It's safe to say there are not too many investment banking chieftains whose idea of a compliment was to tell you after a meeting that "you showed a certain amount of fingerspitzengefuhl in there." To which the appropriate response was, "Only a certain amount?" Followed by the inevitable rejoinder: "But were you effective?" Bruce Wasserstein, who died this week at 61, loved complexity and was a genuinely complex man himself. Like many of his former colleagues, clients, and competitors, I'll be trying to figure him out for years. And I'm looking over my shoulder, expecting his editorial comments any minute now.
For 15 of the last 20 years, off and on, I had a chance to work with Bruce (no one referred to him by his last name) and, well, negotiate with him. Not just about every aspect of professional life, but about such mundane issues as where to eat and when to leave for a meeting and whether to meet at the elevator or downstairs and whether to call to say you might be running late. This could be quite exhausting. He had a remarkable ability to get his way, even among the headstrong and rather self-important bankers and lawyers who make up the mergers and acquisitions community. After a while, you just began to cave. But then he wouldn't allow you to capitulate, so the negotiation cycle would begin anew.
Bruce had a love of media from his days on the University of Michigan student paper to his recent proprietorship of The American Lawyer, The Deal, and New York magazine, which helps explain why his son Ben was such a talented online editor here at TNR. Bruce's dalliances with self-promotion--his desire to create and control his personal narrative--sometimes got him into trouble because our celebrity-driven culture of journalism revels in cutting down those whom it has built up. Even he could not flawlessly negotiate his image management with the entire global press. But beneath the spin and the occasional controversy lay a substantive personal history of innovation in mergers and acquisitions, which makes his contribution an important piece of the economic history of the past quarter century. In a people business, Bruce (who was quite shy personally despite his aggressive persona) took a cerebral, intellectual approach to advising companies.
What was this innovation and why did it matter? Together with his longtime partner Joe Perella, Bruce understood that the combination of steady deregulation, globalization, and generous capital markets conditions had radical Darwinian implications for publicly traded corporations. Whereas the merger boom of the 1970s was driven by the notion that diversification and use of equity on the part of conglomerates created value, the disintermediation of traditional banking and the growth of bond markets turned that on its head. Public corporations needed to focus their business lines and restructure their portfolios. The problem was that this could not be done easily overnight and not every management team was ready for the accelerating pace of change. For every General Electric there was a General Motors. So M&A became a necessary strategic tool both to advance corporate objectives and facilitate the movement of assets to their highest valued user (to use the neoclassical lingo of the Chicago school). And the corollary was that the effective use of M&A techniques could differentiate certain companies from others in an age where shareholder value maximization ruled. Bruce broke new ground--and broke some glass--by bringing creative but unfamiliar tactics into the boardrooms of corporate America. This in turn added to the stock market's rocket fuel and reinforced the apparently benign Age of Equities. Eventually corporations, like most of Bruce's counterparties, capitulated. M&A is now an integral part of the business landscape, for better or worse.

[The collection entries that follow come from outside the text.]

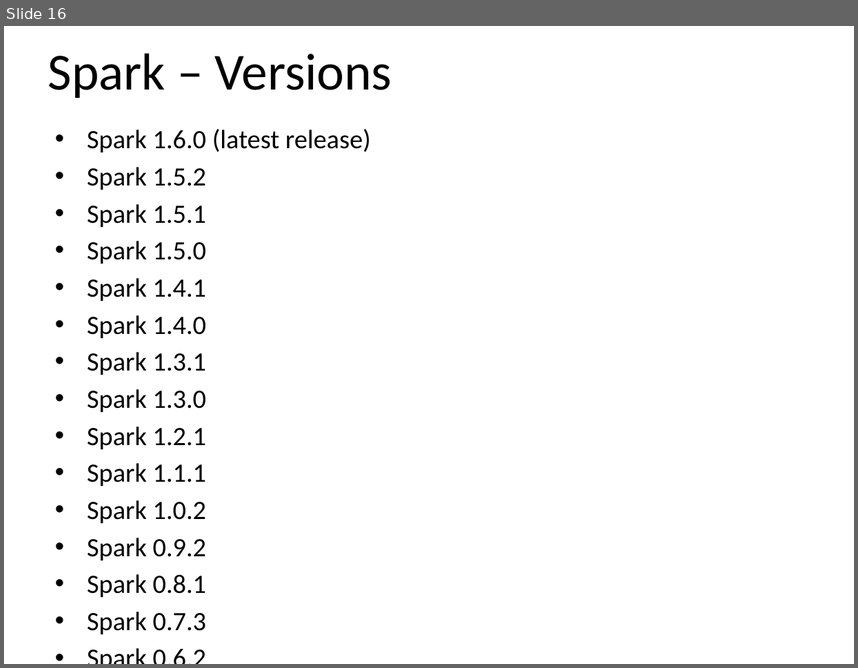
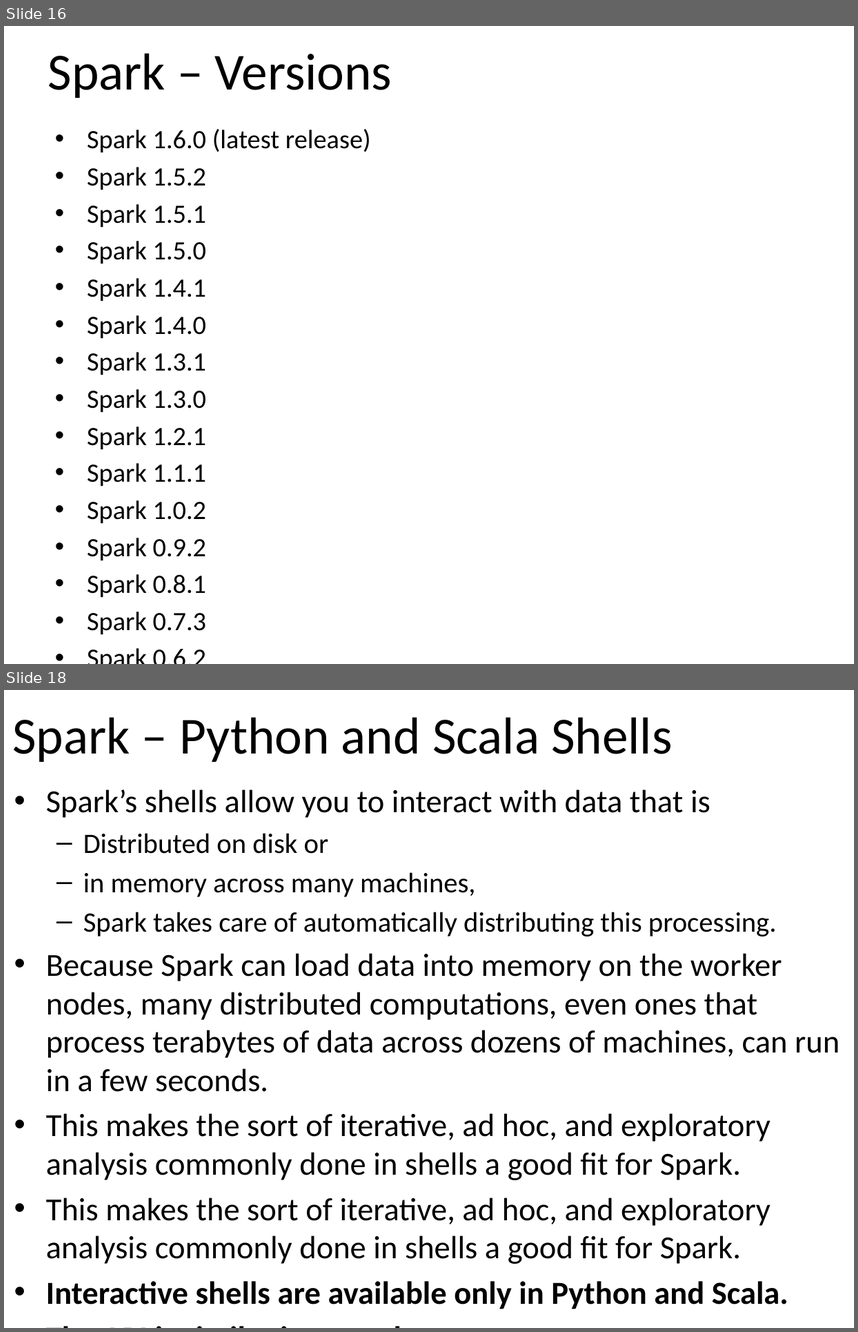
Before and after one commit to email2dorababu/SCALA_Reading, a slide deck: Spark_PPT/Spark_part1.pptx. Shown one above the other, each under a label of ours: slide 16 before the commit, slides 16 and 18 after it; the slides between them are not shown. The pictures are 858x668 and 858x1332 pixels, drawn with LibreOffice and Linux fonts; fonts in the diff are those of the drawing. Boxes give left, top, right and bottom in pixels: in the first picture for what was removed or moved away, otherwise in the second. Text is boxed around its words. In the diff, an @@ line names an element or a change of style, - is before the commit and + after.

```diff
--- a/Spark_PPT/Spark_part1.pptx
+++ b/Spark_PPT/Spark_part1.pptx
@@ slide 18 added at bbox=[4, 690, 854, 1328], background #FFFFFF @@
@@ title added at bbox=[12, 717, 672, 762], 44 pt, text #000000 @@
+Spark – Python and Scala Shells
@@ text added at bbox=[46, 789, 840, 1309], 27.2 pt, text #000000 @@
+• Spark’s shells allow you to interact with data that is
+  – Distributed on disk or
+  – in memory across many machines,
+  – Spark takes care of automatically distributing this processing.
+• Because Spark can load data into memory on the worker nodes, many distributed computations, even ones that process terabytes of data across dozens of machines, can run in a few seconds.
+• This makes the sort of iterative, ad hoc, and exploratory analysis commonly done in shells a good fit for Spark.
+• This makes the sort of iterative, ad hoc, and exploratory analysis commonly done in shells a good fit for Spark.
+• Interactive shells are available only in Python and Scala.
+• The API is similar in every language.
```
Also in this commit, not shown: 1 slide changed, 18 other slides added, 1 slide removed.

My years at Wasserstein Perella and Lazard (or Wasserstein Not Perella, as some dubbed it) have given me a fair bit of material for what Disraeli would call my anecdotage. Bruce had a good sense of humor. After one particularly unsuccessful marketing session with a Silicon Valley CEO, the two of us, along with my partner Paul Haigney, started to recall our worst business meetings ever. There were lots of candidates. But Bruce's favorite was the time he was running late and his assistant told him he needed to get to his conference room right away to meet the finance minister of Slovakia.
Arriving well behind schedule, Bruce proceeded to launch into a distinctive, long-winded Wassersteinian monologue about all of the different issues facing Slovakia's privatization program, corporate sector, and politics generally given its recent separation from the Czech Republic. And why, of course, Slovakia needed a banker like Bruce to steer it forward. The guests and his colleagues tried unsuccessfully to interrupt several times. Finally, the finance minister said, "Excuse me, Mr. Wasserstein. We are not from Slovakia. We are from Slovenia." The way Bruce told it, the room went silent, with ashen faces around the table. After a brief pause, Bruce--always a bit faster and more confident than most of us--answered: "And that's precisely your strategic dilemma." What was the poor Slovenian finance minister to do, other than cave?
Laurence Grafstein, Chairman of The New Republic Advisory Board, is managing director and head of M & A at Rothschild in New York.